Correlation Between SentinelOne and AES
Can any of the company-specific risk be diversified away by investing in both SentinelOne and AES at the same time? Although using a correlation coefficient on its own may not help to predict future stock returns, this module helps to understand the diversifiable risk of combining SentinelOne and AES into the same portfolio, which is an essential part of the fundamental portfolio management process.
By analyzing existing cross correlation between SentinelOne and The AES, you can compare the effects of market volatilities on SentinelOne and AES and check how they will diversify away market risk if combined in the same portfolio for a given time horizon. You can also utilize pair trading strategies of matching a long position in SentinelOne with a short position of AES. Check out your portfolio center. Please also check ongoing floating volatility patterns of SentinelOne and AES.

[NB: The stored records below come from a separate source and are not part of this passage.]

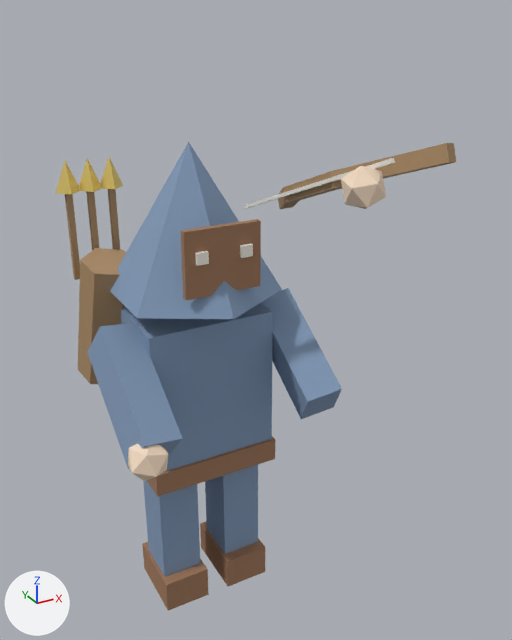
The glTF model assets/animations/wave2/archer_shoot.glb, before and after one commit.
Before and after are seen from a camera (50 mm lens) standing at (-0.847, -1.95, 1.98) and looking at (0.176, -0.09, 1.05). The lights are fixed; the arrows at lower left show +X, +Y and +Z. The first picture is the older version. Where no turn or scale is listed for an object, it has been applied to the vertices.

Objects in the first picture: 'arm_l.002', 'arm_r.002', 'belt.001', 'boot_l.001', 'boot_r.001', 'bow_low', 'hood', 'leg_l.002', 'leg_r.002', 'quiver', 'shade', 'torso' and 13 more.
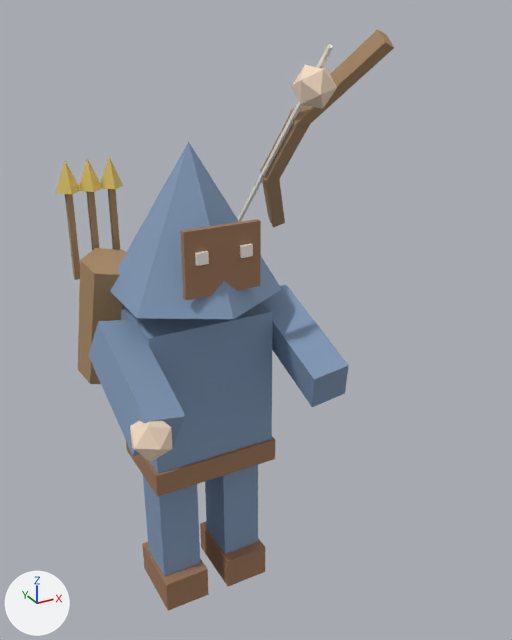
ob_arm_l is not drawn itself; it is the parent of ob_arm_l_002, ob_lower_arm_l.
ob_lower_arm_l is not drawn itself; it is the parent of ob_hand_l_001.
ob_arm_r is not drawn itself; it is the parent of ob_arm_r_002, ob_lower_arm_r.
ob_lower_arm_r is not drawn itself; it is the parent of ob_bow_grip, ob_bow_low, ob_bow_string, ob_bow_top, ob_hand_r_001.

What differs and where, as boxes [x1, y1, x2, y2] in the pictures (512 x 640 px):
'arm_l.002', turned: before [87, 323, 183, 469]; after [88, 320, 186, 456]
'arm_r.002', turned: before [261, 288, 342, 419]; after [261, 284, 349, 407]
'bow_low', turned: before [329, 143, 456, 189]; after [289, 29, 394, 129]
'hand_r.001', turned: before [341, 166, 386, 209]; after [292, 65, 337, 109]
'hand_l.001', turned: before [128, 444, 168, 481]; after [130, 421, 172, 462]
'bow_grip', turned: before [285, 172, 341, 202]; after [262, 115, 310, 181]
'bow_string', turned: before [244, 158, 395, 208]; after [237, 44, 333, 222]
'bow_top', turned: before [278, 187, 300, 209]; after [260, 168, 285, 227]

What the commit changed:
Object 'arm_l' (ob_arm_l) turns from (-55, 0, 0) to (-69, 0, 0) degrees about x, y and z.
Object 'lower_arm_l' (ob_lower_arm_l) turns from (-17, 0, 0) to (-21, 0, 0) degrees about x, y and z.
Object 'arm_r' (ob_arm_r) turns from (-56, 0, 0) to (-70, 0, 0) degrees about x, y and z.
Object 'lower_arm_r' (ob_lower_arm_r) turns from (-55, 0, 0) to (-69, 0, 0) degrees about x, y and z.
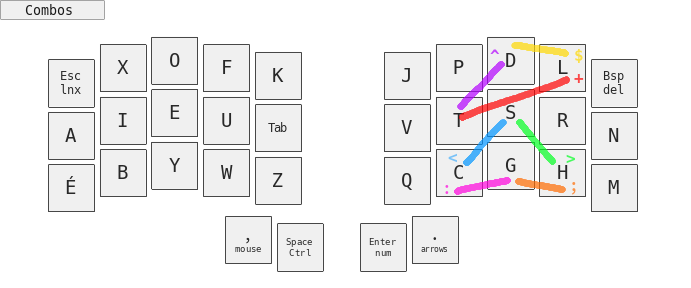
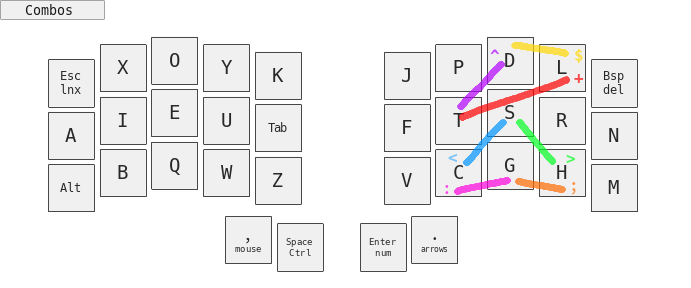
The second w=691, h=288 image is a revision of the first. Changes to its layers:
painted on "$" over box(512, 42, 561, 63)
painted on "^" over box(481, 51, 488, 110)
painted on ";" over box(533, 179, 535, 190)
painted on ":" over box(481, 177, 488, 195)
painted on ">" over box(533, 121, 569, 163)
painted on "<" over box(481, 119, 507, 166)
painted on "base.png" over box(48, 37, 638, 272)

Diversification Opportunities for SentinelOne and AES
-0.68 | Correlation Coefficient |
Excellent diversification
The 3 months correlation between SentinelOne and AES is -0.68. Overlapping area represents the amount of risk that can be diversified away by holding SentinelOne and The AES in the same portfolio, assuming nothing else is changed. The correlation between historical prices or returns on AES and SentinelOne is a relative statistical measure of the degree to which these equity instruments tend to move together. The correlation coefficient measures the extent to which returns on SentinelOne are associated (or correlated) with AES. Values of the correlation coefficient range from -1 to +1, where. The correlation of zero (0) is possible when the price movement of AES has no effect on the direction of SentinelOne i.e., SentinelOne and AES go up and down completely randomly.

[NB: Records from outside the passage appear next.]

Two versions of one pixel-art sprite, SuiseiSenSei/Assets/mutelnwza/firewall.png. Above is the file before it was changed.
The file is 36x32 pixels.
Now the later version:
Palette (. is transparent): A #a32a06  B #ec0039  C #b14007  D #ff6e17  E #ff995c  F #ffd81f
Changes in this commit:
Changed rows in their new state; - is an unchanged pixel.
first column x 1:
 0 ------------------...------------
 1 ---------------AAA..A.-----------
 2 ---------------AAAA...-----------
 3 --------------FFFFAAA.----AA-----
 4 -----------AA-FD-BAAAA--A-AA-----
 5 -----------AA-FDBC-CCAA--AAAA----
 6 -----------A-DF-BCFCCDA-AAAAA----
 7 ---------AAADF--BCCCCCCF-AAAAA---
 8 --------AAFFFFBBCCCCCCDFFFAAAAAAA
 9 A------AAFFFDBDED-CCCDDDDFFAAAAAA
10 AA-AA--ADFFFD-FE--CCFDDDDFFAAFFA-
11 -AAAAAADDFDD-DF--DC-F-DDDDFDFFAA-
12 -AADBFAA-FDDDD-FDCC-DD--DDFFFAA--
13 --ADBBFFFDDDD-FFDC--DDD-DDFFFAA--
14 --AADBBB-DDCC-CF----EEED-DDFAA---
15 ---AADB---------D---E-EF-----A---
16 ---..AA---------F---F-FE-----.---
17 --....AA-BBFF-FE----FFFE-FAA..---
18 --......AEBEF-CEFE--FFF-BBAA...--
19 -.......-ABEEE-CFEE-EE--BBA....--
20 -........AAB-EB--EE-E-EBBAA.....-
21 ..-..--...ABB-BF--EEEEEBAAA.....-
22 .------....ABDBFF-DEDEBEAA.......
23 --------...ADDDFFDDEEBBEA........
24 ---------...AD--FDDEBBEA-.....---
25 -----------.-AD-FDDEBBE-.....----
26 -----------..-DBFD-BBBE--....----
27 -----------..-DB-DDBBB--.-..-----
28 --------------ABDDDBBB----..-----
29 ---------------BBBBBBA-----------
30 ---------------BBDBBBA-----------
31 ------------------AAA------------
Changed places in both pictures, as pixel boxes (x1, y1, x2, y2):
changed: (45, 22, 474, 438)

Pair Corralation between SentinelOne and AES
Taking into account the 90-day investment horizon SentinelOne is expected to generate 1.32 times more return on investment than AES. However, SentinelOne is 1.32 times more volatile than The AES. It trades about 0.07 of its potential returns per unit of risk. The AES is currently generating about -0.03 per unit of risk. If you would invest 1,492 in SentinelOne on August 31, 2024 and sell it today you would earn a total of 1,303 from holding SentinelOne or generate 87.33% return on investment over 90 days.

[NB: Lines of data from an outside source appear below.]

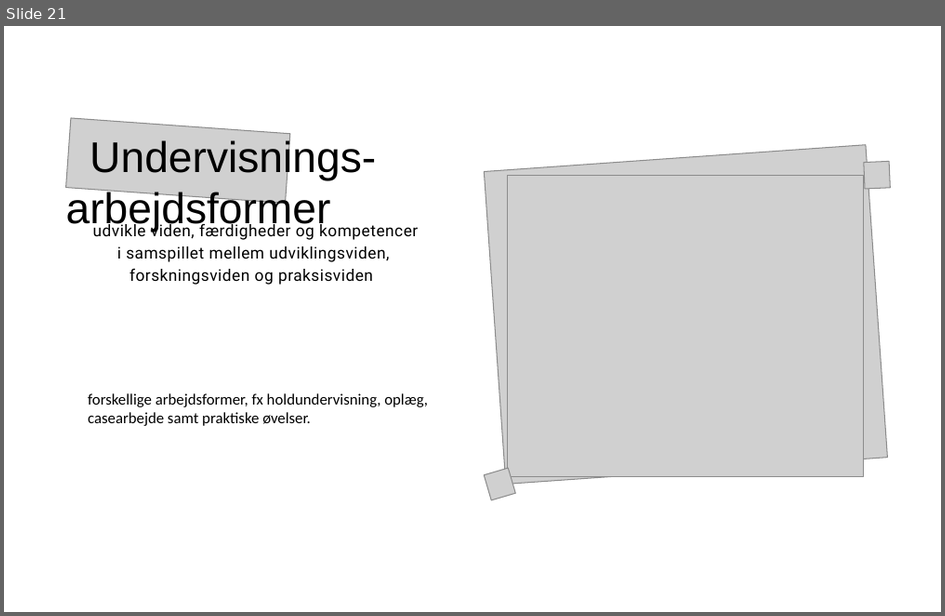
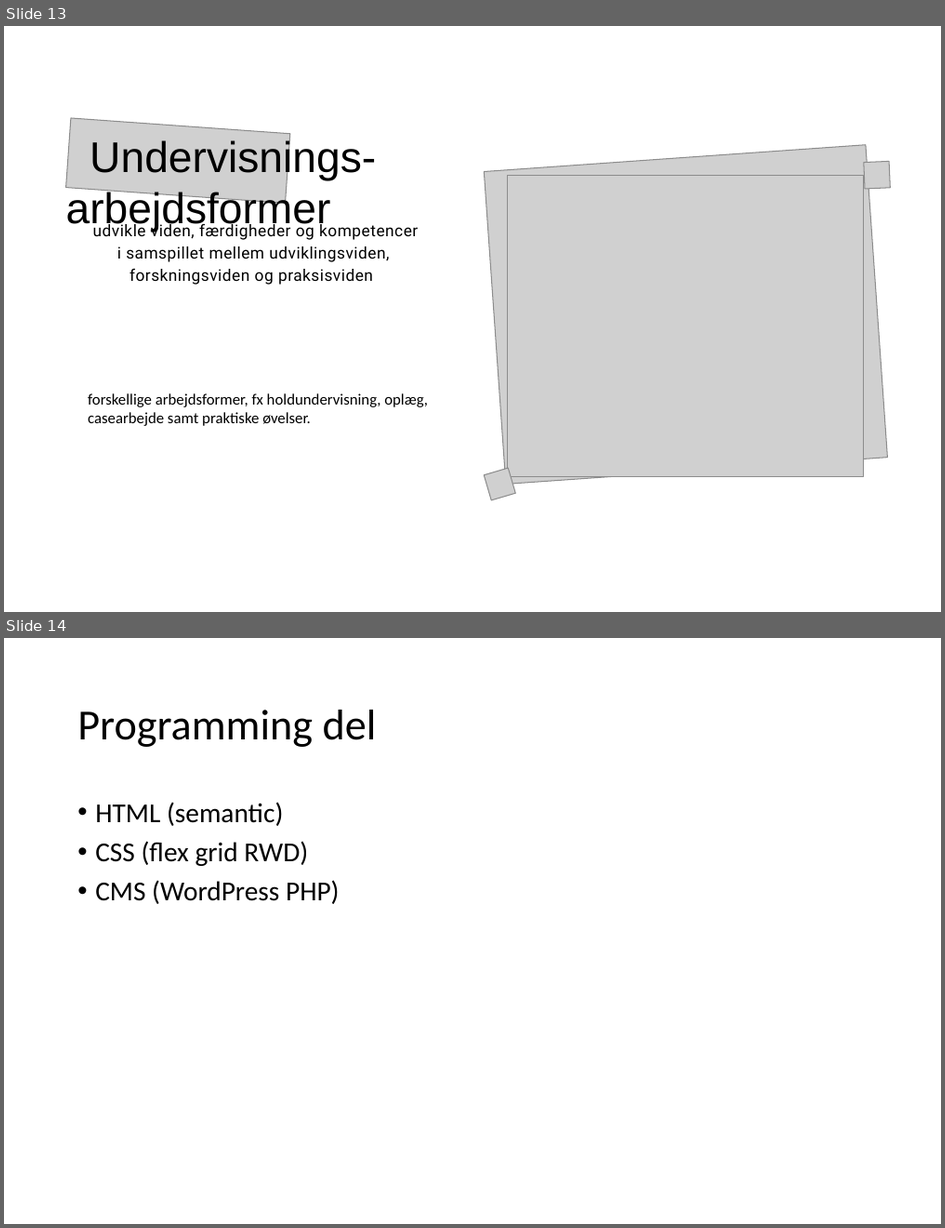
Before and after one commit to xiaoleibi/DMU26, a slide deck: UX valgfag2026.pptx. Shown one above the other, each under a label of ours: slide 21 before the commit, slides 13 and 14 after it. The pictures are 945x616 and 945x1228 pixels, drawn with LibreOffice and Linux fonts; fonts in the diff are those of the drawing; grey boxes stand for pictures. Boxes give left, top, right and bottom in pixels: in the first picture for what was removed or moved away, otherwise in the second. Text is boxed around its words. In the diff, an @@ line names an element or a change of style, - is before the commit and + after.

```diff
--- a/UX valgfag2026.pptx
+++ b/UX valgfag2026.pptx
@@ slide 14 added at box(4, 638, 941, 1224), background #FFFFFF @@
@@ title added at box(77, 710, 377, 747), 33 pt, text #000000 @@
+Programming del
@@ text added at box(95, 802, 340, 904), 21 pt, text #000000 @@
+• HTML (semantic)
+• CSS (flex grid RWD)
+• CMS (WordPress PHP)
@@ what was slide 21 is now slide 13 @@
```
Also in this commit, not shown: 4 slides changed, 13 slides removed.

Time Period | 3 Months [change] |
Direction | Moves Against |
Strength | Weak |
Accuracy | 98.16% |
Values | Daily Returns |
SentinelOne vs. The AES
Performance |
Timeline |
SentinelOne |
AES |
SentinelOne and AES Volatility Contrast
Predicted Return Density |
Returns |
Pair Trading with SentinelOne and AES
The main advantage of trading using opposite SentinelOne and AES positions is that it hedges away some unsystematic risk. Because of two separate transactions, even if SentinelOne position performs unexpectedly, AES can make up some of the losses. Pair trading also minimizes risk from directional movements in the market. For example, if an entire industry or sector drops because of unexpected headlines, the short position in AES will offset losses from the drop in AES's long position.SentinelOne vs. Crowdstrike Holdings | SentinelOne vs. Okta Inc | SentinelOne vs. Cloudflare | SentinelOne vs. MongoDB |
AES vs. SIVERS SEMICONDUCTORS AB | AES vs. Darden Restaurants | AES vs. Reliance Steel Aluminum | AES vs. Q2M Managementberatung AG |
Check out your portfolio center.Note that this page's information should be used as a complementary analysis to find the right mix of equity instruments to add to your existing portfolios or create a brand new portfolio. You can also try the Portfolio Manager module to state of the art Portfolio Manager to monitor and improve performance of your invested capital.